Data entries
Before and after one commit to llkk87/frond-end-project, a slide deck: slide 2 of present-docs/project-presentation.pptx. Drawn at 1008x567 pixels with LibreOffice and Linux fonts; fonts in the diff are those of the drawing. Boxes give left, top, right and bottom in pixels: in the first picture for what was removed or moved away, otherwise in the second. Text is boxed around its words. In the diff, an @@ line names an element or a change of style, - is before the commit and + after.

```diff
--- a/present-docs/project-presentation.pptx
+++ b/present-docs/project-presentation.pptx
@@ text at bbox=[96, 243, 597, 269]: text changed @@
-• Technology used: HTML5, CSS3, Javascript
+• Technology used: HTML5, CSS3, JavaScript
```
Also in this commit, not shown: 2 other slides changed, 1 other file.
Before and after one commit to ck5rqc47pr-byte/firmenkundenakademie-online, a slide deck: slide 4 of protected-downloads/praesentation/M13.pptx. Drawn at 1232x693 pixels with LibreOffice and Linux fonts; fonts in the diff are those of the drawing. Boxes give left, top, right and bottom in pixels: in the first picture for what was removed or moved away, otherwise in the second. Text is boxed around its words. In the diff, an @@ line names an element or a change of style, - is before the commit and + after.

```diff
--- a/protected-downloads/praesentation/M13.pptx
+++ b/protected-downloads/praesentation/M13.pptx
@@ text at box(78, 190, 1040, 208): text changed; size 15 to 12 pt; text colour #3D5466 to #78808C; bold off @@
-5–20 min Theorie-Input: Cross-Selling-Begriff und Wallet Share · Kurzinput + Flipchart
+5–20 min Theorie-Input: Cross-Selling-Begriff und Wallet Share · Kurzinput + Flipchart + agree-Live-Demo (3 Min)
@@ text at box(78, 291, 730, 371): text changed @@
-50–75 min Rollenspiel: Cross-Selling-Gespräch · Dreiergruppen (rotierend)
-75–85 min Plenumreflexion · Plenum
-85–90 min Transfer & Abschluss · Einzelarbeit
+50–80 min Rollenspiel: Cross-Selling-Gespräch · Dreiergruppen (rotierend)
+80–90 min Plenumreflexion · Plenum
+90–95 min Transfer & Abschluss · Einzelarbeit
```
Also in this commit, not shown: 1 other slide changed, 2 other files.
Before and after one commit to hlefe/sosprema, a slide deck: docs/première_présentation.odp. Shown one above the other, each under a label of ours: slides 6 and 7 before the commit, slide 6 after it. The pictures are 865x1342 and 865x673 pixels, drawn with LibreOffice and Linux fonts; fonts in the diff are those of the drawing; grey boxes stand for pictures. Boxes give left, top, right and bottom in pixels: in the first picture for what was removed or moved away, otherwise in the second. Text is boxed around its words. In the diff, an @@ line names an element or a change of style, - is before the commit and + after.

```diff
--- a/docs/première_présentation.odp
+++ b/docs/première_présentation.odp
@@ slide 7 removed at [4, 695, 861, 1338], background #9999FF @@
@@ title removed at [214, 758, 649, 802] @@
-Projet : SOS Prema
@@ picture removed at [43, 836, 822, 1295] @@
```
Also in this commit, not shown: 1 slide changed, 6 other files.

__Work order__
Above are the records; restate each one exactly.

__Finished exercise__
Before and after one commit to llkk87/frond-end-project, a slide deck: slide 2 of present-docs/project-presentation.pptx. Drawn at 1008x567 pixels with LibreOffice and Linux fonts; fonts in the diff are those of the drawing. Boxes give left, top, right and bottom in pixels: in the first picture for what was removed or moved away, otherwise in the second. Text is boxed around its words. In the diff, an @@ line names an element or a change of style, - is before the commit and + after.

```diff
--- a/present-docs/project-presentation.pptx
+++ b/present-docs/project-presentation.pptx
@@ text at bbox=[96, 243, 597, 269]: text changed @@
-• Technology used: HTML5, CSS3, Javascript
+• Technology used: HTML5, CSS3, JavaScript
```
Also in this commit, not shown: 2 other slides changed, 1 other file.
Before and after one commit to ck5rqc47pr-byte/firmenkundenakademie-online, a slide deck: slide 4 of protected-downloads/praesentation/M13.pptx. Drawn at 1232x693 pixels with LibreOffice and Linux fonts; fonts in the diff are those of the drawing. Boxes give left, top, right and bottom in pixels: in the first picture for what was removed or moved away, otherwise in the second. Text is boxed around its words. In the diff, an @@ line names an element or a change of style, - is before the commit and + after.

```diff
--- a/protected-downloads/praesentation/M13.pptx
+++ b/protected-downloads/praesentation/M13.pptx
@@ text at box(78, 190, 1040, 208): text changed; size 15 to 12 pt; text colour #3D5466 to #78808C; bold off @@
-5–20 min Theorie-Input: Cross-Selling-Begriff und Wallet Share · Kurzinput + Flipchart
+5–20 min Theorie-Input: Cross-Selling-Begriff und Wallet Share · Kurzinput + Flipchart + agree-Live-Demo (3 Min)
@@ text at box(78, 291, 730, 371): text changed @@
-50–75 min Rollenspiel: Cross-Selling-Gespräch · Dreiergruppen (rotierend)
-75–85 min Plenumreflexion · Plenum
-85–90 min Transfer & Abschluss · Einzelarbeit
+50–80 min Rollenspiel: Cross-Selling-Gespräch · Dreiergruppen (rotierend)
+80–90 min Plenumreflexion · Plenum
+90–95 min Transfer & Abschluss · Einzelarbeit
```
Also in this commit, not shown: 1 other slide changed, 2 other files.
Before and after one commit to hlefe/sosprema, a slide deck: docs/première_présentation.odp. Shown one above the other, each under a label of ours: slides 6 and 7 before the commit, slide 6 after it. The pictures are 865x1342 and 865x673 pixels, drawn with LibreOffice and Linux fonts; fonts in the diff are those of the drawing; grey boxes stand for pictures. Boxes give left, top, right and bottom in pixels: in the first picture for what was removed or moved away, otherwise in the second. Text is boxed around its words. In the diff, an @@ line names an element or a change of style, - is before the commit and + after.

```diff
--- a/docs/première_présentation.odp
+++ b/docs/première_présentation.odp
@@ slide 7 removed at [4, 695, 861, 1338], background #9999FF @@
@@ title removed at [214, 758, 649, 802] @@
-Projet : SOS Prema
@@ picture removed at [43, 836, 822, 1295] @@
```
Also in this commit, not shown: 1 slide changed, 6 other files.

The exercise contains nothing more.